Looking at the graph and doing some rough eyeballing. Looks like at least the top 4 lines are all the same as far as battery degradation when compare total kwh of charging rather than number of times it is charged. For example, the best curve is the 76-65, or in other 10%. Compare that to the 85-25% curve, or in other words 60% per cycle, 6 times the number of kwh run through the battery. Look at the 1000 cycles for the 85-25 and compare to the 6000 cycles for the 75-65 . . . they are both about 93% battery retention (7% degradation).
Are you refering to the graph in post #5?
That graph do not test all SOC regions.
Because of that, you can get fooled to draw the wrong conclusions.
A ”correct” graph or research report should present the cycles in Full Cycle Equivalents(FCE). Then we can see direct in the graph which cycle alternative that gives less degradation per mile driven if we transfer it to an EV.
What we can see is:
Small cycles are better than large cycles.
We can also see that the lower a cycle is placed, the better.
There is only one cycle set with 10% DOD, 75-65% we can not see and compare for example 35-25 or 20-10%.
Batteryuniversity.com use this graph, which is quite missleading.
Recalculated to FCE we will get a complete other view of which cycle alternative that is best of the tested soc ranges (which might blind you from the SOC range that is actually best.
Still, the setup did not test low SOC cycle so it is very incomplete if we should use it to find the best SOC range there is.
That picture is as about as good as how people seem to interpretate Elon Musks soc range answer on Twitter. People took this as the best SOC Charging target is 80% for battery longivety.

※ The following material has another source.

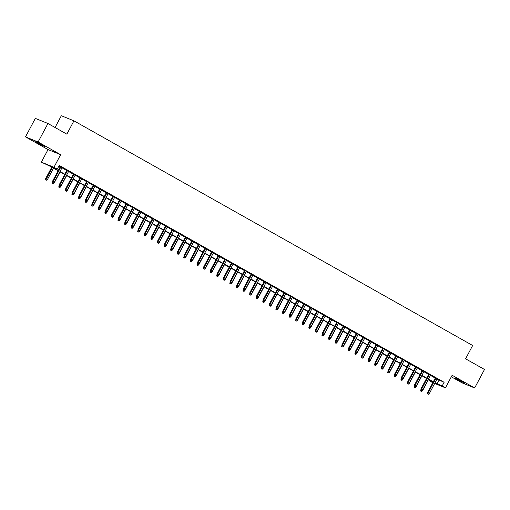 <?xml version="1.0" encoding="UTF-8"?>
<svg xmlns="http://www.w3.org/2000/svg" width="510" height="510" viewBox="0 0 510 510"><rect width="100%" height="100%" fill="white"/><g stroke="black" fill="none" stroke-linecap="round" stroke-linejoin="round"><path stroke-width="0.76" d="M38.18 143.374L45.097 146.778L42.54 145.14L35.617 141.735L38.18 143.374M457.623 379.701L464.546 383.106L461.99 381.474L455.067 378.069L457.623 379.701M58.108 170.793L49.751 166.081L41.348 162.154L53.958 167.267L57.247 169.116L52.135 167.044L58.261 170.499M48.036 149.577L60.645 154.689L38.11 141.99L47.946 123.496L35.337 118.384L25.5 136.878L48.036 149.577L41.348 162.154M55.067 127.506L61.328 115.725L73.944 120.838L472.662 345.493L465.585 358.81L484.5 369.469L474.663 387.963L452.134 375.264L445.447 387.842L434.692 383.482M451.318 376.801L462.054 382.851L474.663 387.963M432.818 382.723L429.541 380.874L433.041 382.296M429.873 380.256L429.541 380.874M38.11 141.99L25.5 136.878M62.105 167.573L60.346 166.585M68.684 171.284L66.925 170.289M75.263 174.987L73.504 173.999M81.842 178.698L80.083 177.703M88.421 182.401L86.662 181.413M95 186.112L93.247 185.117M101.579 189.816L99.826 188.827M108.165 193.526L106.405 192.531M114.744 197.23L112.984 196.242M121.323 200.94L119.563 199.945M127.902 204.644L126.142 203.656M134.481 208.354L132.721 207.36M141.06 212.058L139.3 211.07M147.639 215.768L145.879 214.774M154.218 219.472L152.458 218.484M160.797 223.182L159.037 222.188M167.376 226.886L165.623 225.898M173.955 230.596L172.201 229.602M180.54 234.3L178.78 233.312M187.119 238.011L185.359 237.016M193.698 241.714L191.938 240.726M200.277 245.425L198.517 244.43M206.856 249.129L205.096 248.14M213.435 252.839L211.675 251.844M220.014 256.543L218.255 255.555M226.593 260.253L224.833 259.258M233.172 263.957L231.412 262.969M239.751 267.667L237.998 266.679M246.33 271.371L244.577 270.383M252.915 275.081L251.156 274.093M259.494 278.785L257.735 277.797M266.073 282.495L264.314 281.507M272.652 286.199L270.893 285.211M279.231 289.909L277.472 288.921M285.81 293.62L284.051 292.625M292.389 297.324L290.63 296.335M298.968 301.034L297.209 300.039M305.547 304.738L303.788 303.75M312.126 308.448L310.373 307.453M318.705 312.152L316.952 311.164M325.291 315.862L323.531 314.868M331.87 319.566L330.11 318.578M338.449 323.276L336.689 322.282M345.028 326.98L343.268 325.992M351.607 330.69L349.847 329.696M358.186 334.394L356.426 333.406M364.765 338.104L363.005 337.11M371.344 341.808L369.584 340.82M377.923 345.519L376.163 344.524M384.502 349.222L382.749 348.234M391.081 352.933L389.328 351.938M397.666 356.637L395.907 355.648M404.245 360.347L402.486 359.352M410.824 364.051L409.065 363.063M417.403 367.761L415.644 366.767M423.982 371.465L422.223 370.477M430.561 375.175L428.802 374.181M437.025 379.102L444.121 382.29L59.217 165.418L57.247 169.116M58.886 166.043L60.231 166.802M61.99 167.79L66.81 170.506M68.569 171.5L73.389 174.216M75.148 175.204L79.968 177.92M81.727 178.914L86.547 181.63M88.306 182.618L93.126 185.334M94.885 186.328L99.705 189.044M101.464 190.032L106.29 192.748M108.043 193.743L112.869 196.458M114.623 197.447L119.448 200.162M121.208 201.157L126.027 203.873M127.787 204.861L132.606 207.576M134.366 208.571L139.185 211.287M140.945 212.275L145.764 214.99M147.524 215.985L152.343 218.701M154.103 219.689L158.922 222.405M160.682 223.399L165.501 226.115M167.261 227.103L172.08 229.825M173.84 230.813L178.666 233.529M180.419 234.517L185.245 237.239M186.998 238.227L191.824 240.943M193.583 241.931L198.403 244.653M200.162 245.641L204.982 248.357M206.741 249.345L211.561 252.067M213.32 253.056L218.14 255.771M219.899 256.766L224.719 259.482M226.478 260.47L231.298 263.185M233.057 264.18L237.877 266.896M239.636 267.884L244.462 270.6M246.215 271.594L251.041 274.31M252.794 275.298L257.62 278.014M259.373 279.008L264.199 281.724M265.959 282.712L270.778 285.428M272.538 286.422L277.357 289.138M279.117 290.126L283.936 292.842M285.696 293.837L290.515 296.552M292.275 297.54L297.094 300.256M298.854 301.251L303.673 303.966M305.433 304.954L310.252 307.67M312.012 308.665L316.837 311.38M318.591 312.369L323.416 315.084M325.17 316.079L329.995 318.795M331.749 319.783L336.575 322.498M338.334 323.493L343.153 326.209M344.913 327.197L349.733 329.913M351.492 330.907L356.311 333.623M358.071 334.611L362.89 337.327M364.65 338.321L369.469 341.037M371.229 342.025L376.048 344.747M377.808 345.735L382.627 348.451M384.387 349.439L389.213 352.161M390.966 353.149L395.792 355.865M397.545 356.853L402.371 359.575M404.124 360.564L408.95 363.279M410.709 364.267L415.529 366.99M417.288 367.978L422.108 370.693M423.867 371.688L428.687 374.404M430.446 375.392L435.266 378.108M437.14 378.879L435.381 377.891M60.645 154.689L53.958 167.267M444.121 382.29L442.157 385.987L445.447 387.842M47.946 123.496L66.861 134.155L73.944 120.838M433.143 382.098L428.323 379.383M426.564 378.388L421.744 375.672M419.985 374.684L415.165 371.969M413.406 370.974L408.586 368.258M406.827 367.27L402.007 364.554M400.248 363.56L395.428 360.844M393.669 359.856L388.849 357.14M387.09 356.146L382.264 353.43M380.511 352.442L375.685 349.726M373.932 348.732L369.106 346.016M367.353 345.028L362.527 342.312M360.768 341.317L355.948 338.602M354.189 337.614L349.369 334.898M347.61 333.903L342.79 331.188M341.031 330.2L336.211 327.484M334.452 326.489L329.632 323.773M327.873 322.785L323.053 320.07M321.294 319.075L316.474 316.359M314.715 315.371L309.889 312.655M308.136 311.661L303.31 308.945M301.557 307.957L296.731 305.235M294.978 304.247L290.152 301.531M288.392 300.543L283.573 297.821M281.813 296.833L276.994 294.117M275.234 293.129L270.415 290.407M268.655 289.419L263.836 286.703M262.076 285.715L257.257 282.993M255.497 282.005L250.678 279.289M248.918 278.294L244.099 275.578M242.339 274.59L237.513 271.875M235.76 270.88L230.934 268.164M229.181 267.176L224.355 264.46M222.602 263.466L217.776 260.75M216.017 259.762L211.197 257.046M209.438 256.052L204.618 253.336M202.859 252.348L198.039 249.632M196.28 248.638L191.46 245.922M189.701 244.934L184.881 242.218M183.122 241.224L178.302 238.508M176.543 237.52L171.723 234.804M169.964 233.809L165.138 231.094M163.385 230.106L158.559 227.39M156.806 226.395L151.98 223.68M150.22 222.691L145.401 219.976M143.641 218.981L138.822 216.266M137.062 215.277L132.243 212.562M130.483 211.567L125.664 208.851M123.904 207.863L119.085 205.147M117.325 204.153L112.506 201.437M110.746 200.449L105.927 197.733M104.167 196.739L99.348 194.023M97.588 193.035L92.763 190.313M91.009 189.325L86.184 186.609M84.43 185.621L79.605 182.899M77.845 181.911L73.026 179.195M71.266 178.207L66.447 175.485M64.687 174.496L59.868 171.781M435.055 382.8L442.157 385.987M60.021 171.487L64.846 174.203M66.6 175.198L71.425 177.913M73.179 178.902L78.004 181.624M79.758 182.612L84.584 185.328M86.343 186.316L91.162 189.038M92.922 190.026L97.741 192.742M99.501 193.73L104.32 196.452M106.08 197.44L110.9 200.156M112.659 201.144L117.478 203.866M119.238 204.854L124.057 207.57M125.817 208.565L130.636 211.28M132.396 212.268L137.222 214.984M138.975 215.979L143.801 218.694M145.554 219.683L150.38 222.398M152.133 223.393L156.959 226.108M158.718 227.097L163.538 229.812M165.297 230.807L170.117 233.523M171.876 234.511L176.696 237.226M178.455 238.221L183.275 240.937M185.034 241.925L189.854 244.641M191.613 245.635L196.433 248.351M198.192 249.339L203.012 252.055M204.771 253.049L209.597 255.765M211.35 256.753L216.176 259.469M217.929 260.463L222.755 263.179M224.515 264.167L229.334 266.883M231.094 267.877L235.913 270.593M237.673 271.581L242.492 274.297M244.252 275.292L249.071 278.007M250.831 278.995L255.65 281.711M257.41 282.706L262.229 285.421M263.989 286.41L268.808 289.125M270.568 290.12L275.387 292.836M277.147 293.824L281.973 296.546M283.726 297.534L288.552 300.25M290.305 301.238L295.131 303.96M296.89 304.948L301.71 307.664M303.469 308.652L308.289 311.374M310.048 312.362L314.868 315.078M316.627 316.066L321.447 318.788M323.206 319.776L328.026 322.492M329.785 323.487L334.605 326.202M336.364 327.19L341.184 329.906M342.943 330.901L347.763 333.617M349.522 334.605L354.348 337.32M356.101 338.315L360.927 341.031M362.68 342.019L367.506 344.734M369.265 345.729L374.085 348.445M375.844 349.433L380.664 352.149M382.423 353.143L387.243 355.859M389.002 356.847L393.822 359.563M395.581 360.557L400.401 363.273M402.161 364.261L406.98 366.977M408.739 367.971L413.559 370.687M415.318 371.675L420.138 374.391M421.897 375.385L426.723 378.101M428.476 379.089L433.302 381.805M439.008 380.218L437.044 383.915M435.438 377.789L427.565 392.598L428.177 392.847L436.012 378.108M427.794 393.898L428.451 394.275L427.794 393.898L428.177 392.847L429.363 393.516L437.197 378.777M427.565 392.598L427.45 393.765M428.451 394.275L429.363 393.516M422.006 390.45L422.541 390.749L428.527 379.497M420.635 390.998L421.636 391.508L420.635 390.998L420.922 389.5M422.541 390.749L421.636 391.508M420.973 391.138L421.286 390.29M428.859 374.079L420.986 388.894L421.598 389.143L429.433 374.404M421.209 390.195L421.872 390.564L421.209 390.195L421.598 389.143L422.784 389.806L430.618 375.073M420.986 388.894L420.871 390.054M421.872 390.564L422.784 389.806M422.28 370.375L414.4 385.184L415.019 385.433L422.854 370.693M414.63 386.484L415.293 386.861L414.63 386.484L415.019 385.433L416.198 386.102L424.039 371.363M414.4 385.184L414.292 386.35M415.293 386.861L416.198 386.102M415.701 366.664L407.822 381.474L408.44 381.722L416.275 366.99M408.051 382.781L408.714 383.15L408.051 382.781L408.44 381.722L409.619 382.392L417.454 367.659M407.822 381.474L407.713 382.64M408.714 383.15L409.619 382.392M409.122 362.961L401.242 377.77L401.861 378.018L409.696 363.279M401.472 379.07L402.129 379.446L401.472 379.07L401.861 378.018L403.04 378.688L410.875 363.949M401.242 377.77L401.134 378.936M402.129 379.446L403.04 378.688M415.427 386.746L415.962 387.045L421.948 375.787M414.056 387.294L415.051 387.804L414.056 387.294L414.343 385.789M415.962 387.045L415.051 387.804M414.394 387.434L414.706 386.58M408.848 383.036L409.383 383.335L415.369 372.083M407.477 383.584L408.472 384.094L407.477 383.584L407.764 382.086M409.383 383.335L408.472 384.094M407.815 383.724L408.127 382.876M402.269 379.325L402.804 379.631L408.79 368.373M400.898 379.88L401.893 380.39L400.898 379.88L401.185 378.375M402.804 379.631L401.893 380.39M401.236 380.02L401.548 379.166M395.69 375.621L396.225 375.921L402.211 364.669M394.313 376.17L395.314 376.68L394.313 376.17L394.606 374.671M396.225 375.921L395.314 376.68M394.657 376.31L394.969 375.462M402.543 359.25L394.663 374.059L395.275 374.308L403.117 359.575M394.893 375.366L395.55 375.736L394.893 375.366L395.275 374.308L396.461 374.978L404.296 360.245M394.663 374.059L394.555 375.226M395.55 375.736L396.461 374.978M389.111 371.911L389.646 372.217L395.632 360.959M387.734 372.466L388.735 372.976L387.734 372.466L388.027 370.961M389.646 372.217L388.735 372.976M388.078 372.606L388.384 371.752M395.958 355.546L388.084 370.356L388.697 370.604L396.531 355.865M388.314 371.656L388.971 372.032L388.314 371.656L388.697 370.604L389.882 371.274L397.717 356.535M388.084 370.356L387.976 371.522M388.971 372.032L389.882 371.274M382.532 368.207L383.067 368.507L389.053 357.255M381.155 368.755L382.156 369.265L381.155 368.755L381.448 367.257M383.067 368.507L382.156 369.265M381.499 368.896L381.805 368.048M389.379 351.836L381.505 366.645L382.117 366.894L389.952 352.161M381.735 367.952L382.392 368.322L381.735 367.952L382.117 366.894L383.303 367.563L391.138 352.831M381.505 366.645L381.391 367.812M382.392 368.322L383.303 367.563M375.953 364.497L376.488 364.803L382.468 353.545M374.576 365.052L375.577 365.562L374.576 365.052L374.869 363.547M376.488 364.803L375.577 365.562M374.92 365.185L375.226 364.338M382.8 348.132L374.926 362.942L375.538 363.19L383.373 348.451M375.156 364.242L375.813 364.618L375.156 364.242L375.538 363.19L376.724 363.859L384.559 349.12M374.926 362.942L374.812 364.108M375.813 364.618L376.724 363.859M369.374 360.793L369.909 361.093L375.889 349.841M367.997 361.341L368.998 361.851L367.997 361.341L368.29 359.843M369.909 361.093L368.998 361.851M368.341 361.482L368.647 360.634M376.221 344.422L368.347 359.231L368.959 359.48L376.794 344.747M368.577 360.538L369.234 360.908L368.577 360.538L368.959 359.48L370.145 360.149L377.98 345.41M368.347 359.231L368.233 360.398M369.234 360.908L370.145 360.149M369.642 340.718L361.768 355.527L362.38 355.776L370.215 341.037M361.998 356.828L362.655 357.198L361.998 356.828L362.38 355.776L363.566 356.445L371.401 341.706M361.768 355.527L361.654 356.694M362.655 357.198L363.566 356.445M363.063 337.008L355.189 351.817L355.801 352.066L363.636 337.333M355.419 353.124L356.076 353.494L355.419 353.124L355.801 352.066L356.987 352.735L364.822 337.996M355.189 351.817L355.075 352.984M356.076 353.494L356.987 352.735M356.484 333.304L348.611 348.113L349.222 348.362L357.057 333.623M348.834 349.414L349.497 349.783L348.834 349.414L349.222 348.362L350.408 349.031L358.243 334.292M348.611 348.113L348.496 349.28M349.497 349.783L350.408 349.031M349.905 329.594L342.025 344.403L342.643 344.652L350.478 329.919M342.255 345.71L342.918 346.08L342.255 345.71L342.643 344.652L343.823 345.321L351.664 330.582M342.025 344.403L341.917 345.57M342.918 346.08L343.823 345.321M343.326 325.89L335.446 340.699L336.064 340.948L343.899 326.209M335.676 342L336.339 342.369L335.676 342L336.064 340.948L337.244 341.611L345.079 326.878M335.446 340.699L335.338 341.866M336.339 342.369L337.244 341.611M336.747 322.18L328.867 336.989L329.486 337.237L337.32 322.505M329.097 338.296L329.753 338.666L329.097 338.296L329.486 337.237L330.665 337.907L338.5 323.168M328.867 336.989L328.759 338.156M329.753 338.666L330.665 337.907M330.168 318.469L322.288 333.285L322.9 333.534L330.741 318.795M322.518 334.586L323.174 334.955L322.518 334.586L322.9 333.534L324.086 334.197L331.921 319.464M322.288 333.285L322.18 334.452M323.174 334.955L324.086 334.197M323.582 314.766L315.709 329.575L316.321 329.823L324.156 315.091M315.939 330.882L316.595 331.251L315.939 330.882L316.321 329.823L317.507 330.493L325.342 315.754M315.709 329.575L315.601 330.741M316.595 331.251L317.507 330.493M317.003 311.055L309.13 325.871L309.742 326.119L317.577 311.38M309.36 327.171L310.016 327.541L309.36 327.171L309.742 326.119L310.928 326.782L318.763 312.05M309.13 325.871L309.015 327.037M310.016 327.541L310.928 326.782M310.424 307.351L302.551 322.161L303.163 322.409L310.998 307.677M302.781 323.467L303.437 323.837L302.781 323.467L303.163 322.409L304.349 323.079L312.184 308.34M302.551 322.161L302.436 323.327M303.437 323.837L304.349 323.079M303.845 303.641L295.972 318.457L296.584 318.705L304.419 303.966M296.202 319.757L296.858 320.127L296.202 319.757L296.584 318.705L297.77 319.368L305.605 304.636M295.972 318.457L295.857 319.623M296.858 320.127L297.77 319.368M362.795 357.083L363.33 357.389L369.31 346.131M361.418 357.637L362.419 358.147L361.418 357.637L361.711 356.133M363.33 357.389L362.419 358.147M361.756 357.771L362.068 356.923M356.216 353.379L356.745 353.679L362.731 342.427M354.839 353.927L355.84 354.437L354.839 353.927L355.126 352.429M356.745 353.679L355.84 354.437M355.177 354.067L355.489 353.22M349.63 349.669L350.166 349.975L356.152 338.716M348.26 350.223L349.254 350.733L348.26 350.223L348.547 348.719M350.166 349.975L349.254 350.733M348.598 350.357L348.91 349.509M343.051 345.965L343.587 346.264L349.573 335.013M341.681 346.513L342.675 347.023L341.681 346.513L341.968 345.015M343.587 346.264L342.675 347.023M342.019 346.653L342.331 345.805M336.472 342.255L337.008 342.561L342.994 331.302M335.102 342.809L336.096 343.319L335.102 342.809L335.389 341.305M337.008 342.561L336.096 343.319M335.44 342.943L335.752 342.095M329.893 338.551L330.429 338.85L336.415 327.599M328.523 339.099L329.517 339.609L328.523 339.099L328.81 337.601M330.429 338.85L329.517 339.609M328.861 339.239L329.173 338.391M323.315 334.84L323.85 335.147L329.836 323.888M321.938 335.395L322.938 335.905L321.938 335.395L322.231 333.891M323.85 335.147L322.938 335.905M322.282 335.529L322.594 334.681M316.735 331.137L317.271 331.436L323.257 320.184M315.358 331.685L316.359 332.195L315.358 331.685L315.652 330.187M317.271 331.436L316.359 332.195M315.703 331.825L316.009 330.977M310.156 327.426L310.692 327.732L316.678 316.474M308.779 327.981L309.78 328.485L308.779 327.981L309.073 326.476M310.692 327.732L309.78 328.485M309.124 328.115L309.43 327.267M303.577 323.722L304.113 324.022L310.093 312.77M302.2 324.271L303.201 324.781L302.2 324.271L302.494 322.773M304.113 324.022L303.201 324.781M302.545 324.411L302.851 323.563M296.998 320.012L297.534 320.318L303.514 309.06M295.621 320.567L296.622 321.07L295.621 320.567L295.915 319.062M297.534 320.318L296.622 321.07M295.966 320.701L296.272 319.853M290.419 316.308L290.955 316.608L296.935 305.356M289.042 316.857L290.043 317.367L289.042 316.857L289.336 315.358M290.955 316.608L290.043 317.367M289.38 316.997L289.693 316.149M297.266 299.937L289.393 314.746L290.005 314.995L297.84 300.262M289.623 316.053L290.279 316.423L289.623 316.053L290.005 314.995L291.191 315.664L299.026 300.925M289.393 314.746L289.278 315.913M290.279 316.423L291.191 315.664M290.687 296.227L282.814 311.043L283.426 311.291L291.261 296.552M283.044 312.343L283.7 312.713L283.044 312.343L283.426 311.291L284.612 311.954L292.447 297.222M282.814 311.043L282.699 312.203M283.7 312.713L284.612 311.954M284.108 292.523L276.235 307.332L276.847 307.581L284.682 292.848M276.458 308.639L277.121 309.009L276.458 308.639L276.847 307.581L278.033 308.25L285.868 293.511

Question, how does regen braking play into this? Effectively, every time you brake, you are doing a little mini charge cycle.
Regen makes the depth of discharge lower, which reduces the wear. Smaller cycles cause less degradation.
There might be one thing with high power/high current regen but we saw Tesla increase the limitstions for regen in an update this summer. It was probably done to reduce degradation.
Anyway, extrapolating on this graph, seems like that won't matter since doing 10% cycles performs the same as 60% cycles when measuring total kwh of charging.
The test has a faulty setup, or at least you can not se ”through” these issues.
Hig SOC cycles wear much more. This means that a 80-70% cycle wear about as much as 80-30%, counted per FCE.
Large cycles wear much, but the often used term ”deep cycle” is missleading. The bad part of a large cycle is not at low SOC, it is the high SOC part of that cycle that is bad.
So in the about same SOC range, a smaller cycle wear less than a larger one.
Regen reduces the need for chsrging with about 10-15%, so the DOD is 10-15% smaller. This reduce the degradation.
But 10% cycle is still quite large compared to a single regen braking which is probably only .1% or something.
Yes, its very small cycles, so the wear is low.
I have also been in the habit of varying my charge rate while charging (I have an automatic program managing this) that helps me to peak shave. Not sure if that does anything bad to the battery, I feel like no or I wouldn't do it, but that is just my gut feeling. I vary between 0kw and 5kw charge rate in 1kw increments depending on my other usage.
I dont understand the peak shave term, but any charging below *about* 0.25C or So (about 20kW on a long range) is considered slow charging and do not damage the battery. As AC chsrging is max 11 kW its well below the linit where the chsrging power can cause extra degradation.
At low battery temps this can happen anyway, but Tesla limits the charging speed to cope with the maximum ”safe” charging speed for the actual battery temp.